I did that because it clearly _raises the bar_ for my argument. I have more to
prove in the harder cases. And yes, I do think the logic holds despite what
our emotions tell us, and I think that for the most part the laws are wrong.

> No. It's it's making sure they're only consumed by those with the most
> money.

Again, I'm granting that emergencies and other demand/supply shocks heighten
the problems caused by inequality, and again, I'm granting that that's _not
ok_ and should be tackled appropriately by policy. I'm arguing that the price
system is not the best way to tackle this and leads to other problems.

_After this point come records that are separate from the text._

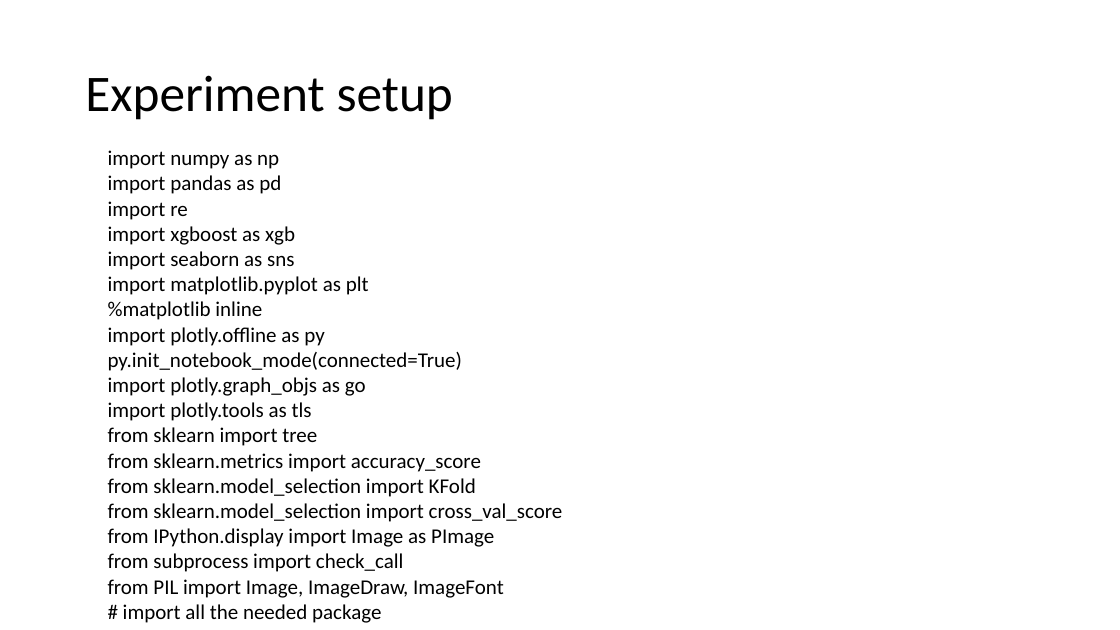
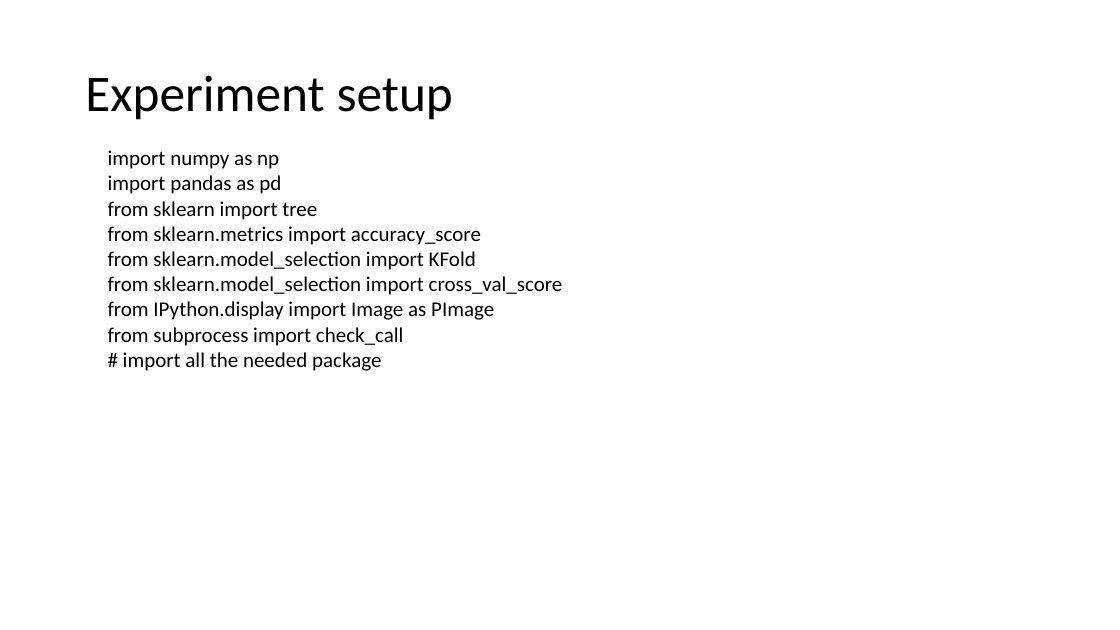
Before and after one commit to jiaxinxie97/COMP4331, a slide deck: slide 6 of tut3/tut3.pptx (slide 8 before the commit). Drawn at 1120x630 pixels with LibreOffice and Linux fonts; fonts in the diff are those of the drawing. Boxes give left, top, right and bottom in pixels: in the first picture for what was removed or moved away, otherwise in the second. Text is boxed around its words. In the diff, an @@ line names an element or a change of style, - is before the commit and + after.

```diff
--- a/tut3/tut3.pptx
+++ b/tut3/tut3.pptx
@@ text at box(108, 201, 462, 421): paragraphs removed @@
-import re
-import xgboost as xgb
-import seaborn as sns
-import matplotlib.pyplot as plt
-%matplotlib inline
-import plotly.offline as py
-py.init_notebook_mode(connected=True)
-import plotly.graph_objs as go
-import plotly.tools as tls
@@ text at box(108, 579, 504, 598): paragraph removed @@
-from PIL import Image, ImageDraw, ImageFont
```
Also in this commit, not shown: 1 other slide changed, 6 slides added, 2 slides removed, 6 other files.
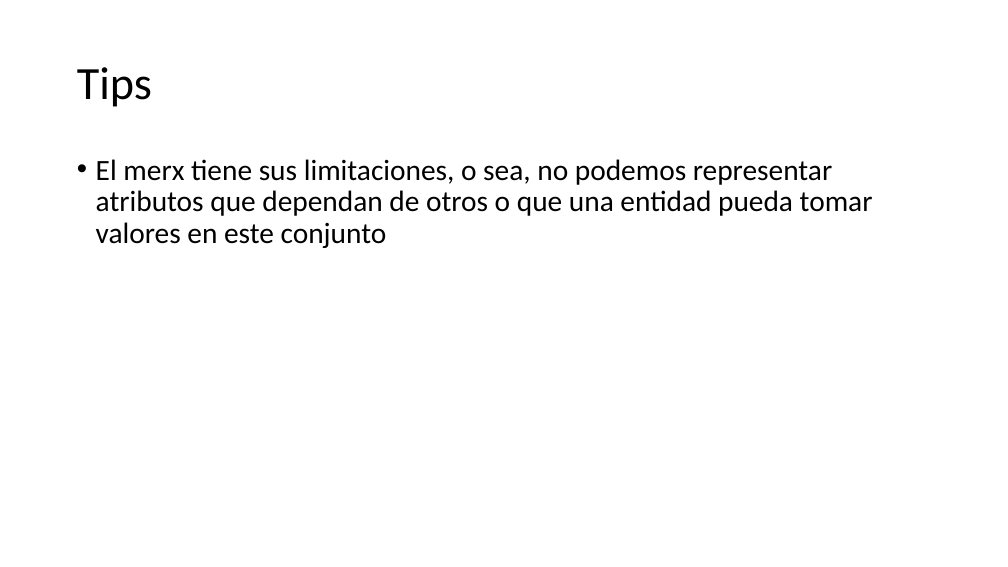
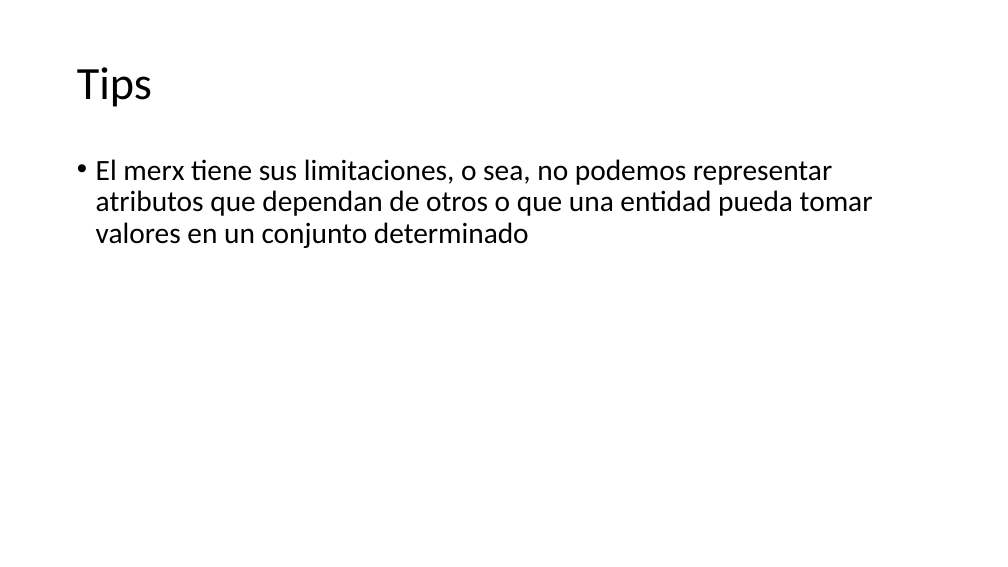
Before and after one commit to anuno61044/Computer-Science-UH, a slide deck: slide 4 of base_de_datos_I/clases_practicas/LAB_02 (solution).pptx (slide 10 before the commit). Drawn at 1008x567 pixels with LibreOffice and Linux fonts; fonts in the diff are those of the drawing. Boxes give left, top, right and bottom in pixels: in the first picture for what was removed or moved away, otherwise in the second. Text is boxed around its words. In the diff, an @@ line names an element or a change of style, - is before the commit and + after.

```diff
--- a/base_de_datos_I/clases_practicas/LAB_02 (solution).pptx
+++ b/base_de_datos_I/clases_practicas/LAB_02 (solution).pptx
@@ text at bbox=[96, 159, 873, 248]: text changed @@
-• El merx tiene sus limitaciones, o sea, no podemos representar atributos que dependan de otros o que una entidad pueda tomar valores en este conjunto
+• El merx tiene sus limitaciones, o sea, no podemos representar atributos que dependan de otros o que una entidad pueda tomar valores en un conjunto determinado
```
Also in this commit, not shown: 3 other slides changed, 7 slides removed, 7 other files.
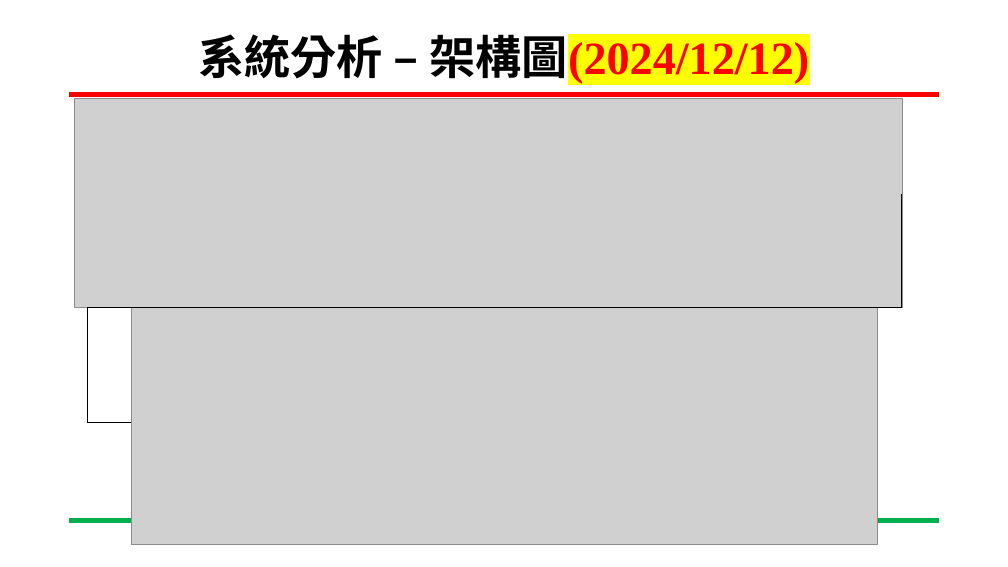
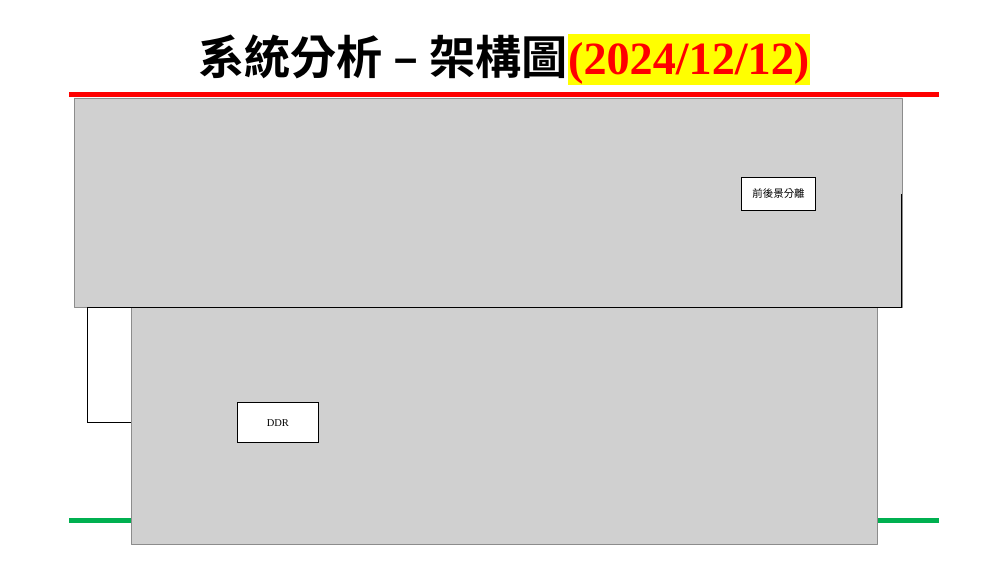
Before and after one commit to xup6tp6u4/pedestrian-detection, a slide deck: slide 7 of 嵌入式影像處理1212進度報告.pptx. Drawn at 1008x567 pixels with LibreOffice and Linux fonts; fonts in the diff are those of the drawing; grey boxes stand for pictures; background and template pictures are left out. Boxes give left, top, right and bottom in pixels: in the first picture for what was removed or moved away, otherwise in the second. Text is boxed around its words. In the diff, an @@ line names an element or a change of style, - is before the commit and + after.

```diff
--- a/嵌入式影像處理1212進度報告.pptx
+++ b/嵌入式影像處理1212進度報告.pptx
@@ rectangle added at [742, 178, 816, 210], fill #FFFFFF, outline #000000 1 pt, 10 pt, text #000000 @@
+前後景分離
@@ rectangle added at [237, 402, 318, 442], fill #FFFFFF, outline #000000 1 pt, 10 pt, text #000000 @@
+DDR
```
Also in this commit, not shown: 4 slides added.

This
will seem a bit off-topic, but Chile tackled a similar problem in their water
system by transferring cash to poor populations while letting their prices for
water rise [1]. (This is only meant to illustrate how you can use more than
one policy mechanism to tackle separate problems: prices for allocation,
transfers for inequality).

You're right, people with the most money _can_ purchase more, but you also
have to think about how you allocate scarce resources in the absence of a rise
in price: is it first-come-first-serve? Does everyone get the same amount? You
have to have some other mechanism to allocate the scarce resources and they
each have their problems.

Also, you _must_ think about the supply side. People will find a way to supply
areas with high prices. People are creative. In fact, the high prices in the
Omaha rental market spurring people to turn to Airbnb is a _perfect example_
of why we should let prices rise.

[1]
[http://elibrary.worldbank.org/doi/book/10.1596/1813-9450-244...](http://elibrary.worldbank.org/doi/book/10.1596/1813-9450-2445)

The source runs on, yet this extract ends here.